La última reforma del IRPF, que entró en vigor en 2007, siguió esta tendencia, adoptando un modelo fiscal extendido entre algunos países nórdicos del impuesto dual, esto es, un tratamiento claramente diferenciado para los ingresos del trabajo (gravados con hasta un 43%) y los del capital, que soportaban un tipo único del 18%. Se daba, así, el caso de que una persona que obtuviera unas plusvalías de 17.000 euros por la venta de un piso pagaba menos, el 18%, que un asalariado con esos mismo ingresos anuales, gravados con el 24%.

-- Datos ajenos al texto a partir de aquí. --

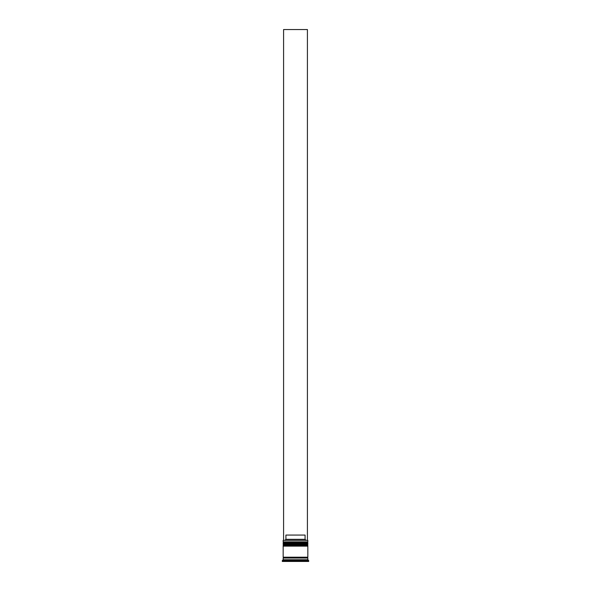 <?xml version="1.0" encoding="UTF-8"?>
<svg xmlns="http://www.w3.org/2000/svg" width="591" height="591" viewBox="0 0 591 591"><rect width="100%" height="100%" fill="white"/><g stroke="black" fill="none" stroke-linecap="round" stroke-linejoin="round"><path stroke-width="0.89" d="M307.837 542.9L283.163 542.9A0.51 0.51 0 0 1 283.673 542.39L283.163 541.873L307.837 541.873L307.327 542.39L283.673 542.39L307.327 542.39A0.51 0.51 0 0 1 307.837 542.9L307.837 543.07A0.51 0.51 0 0 1 307.327 543.58M283.673 543.58A0.51 0.51 0 0 1 283.163 543.07L307.837 543.07M307.837 545.449L283.163 545.449A0.51 0.51 0 0 1 283.673 544.939L283.163 544.429L307.837 544.429L307.327 544.939L283.673 544.939L307.327 544.939A0.51 0.51 0 0 1 307.837 545.449L307.837 545.619A0.51 0.51 0 0 1 307.327 546.128M283.673 546.128A0.51 0.51 0 0 1 283.163 545.619L307.837 545.619M283.244 558.044A0.428 0.428 0 0 0 283.673 557.623A0.428 0.428 0 0 0 283.244 557.195M307.756 558.044A0.428 0.428 0 0 1 307.327 557.623A0.428 0.428 0 0 1 307.756 557.195M283.163 540.344L307.837 540.344L283.163 540.344L283.163 541.873M283.163 559.751L283.163 558.044L307.837 558.044L307.837 559.751L283.163 559.751L282.306 560.6L282.306 561.45L308.694 561.45L308.694 560.6L282.306 560.6M307.837 559.751L308.694 560.6M307.837 540.344L307.837 541.873M307.837 544.429L307.837 543.58L283.163 543.58L283.163 544.429M307.837 546.128L283.163 546.128L283.163 557.195L307.837 557.195L307.837 546.128M285.069 540.174L285.918 539.324L285.918 535.069L305.082 535.069L305.082 539.324L305.931 540.174M305.082 539.324L285.918 539.324M307.416 540.174L307.416 29.55L283.584 29.55L283.584 540.174"/></g></svg>

Esta situación se ha corregido relativamente en este ejercicio, con la elevación de la tributación de la renta del ahorro, a la que, además, se le ha introducido una cierta progresividad: los rendimientos hasta 6.000 euros soportan un tipo del 19%; y a partir de esa cantidad el gravamen pasa al 21%.

Algunos medios apuntan que el Gobierno baraja dar otra vuelta de tuerca en este ámbito de cara a 2011, elevando los tipos o introduciendo otro tramo de gravamen, en su anunciada decisión de elevar los impuestos para las rentas más elevadas.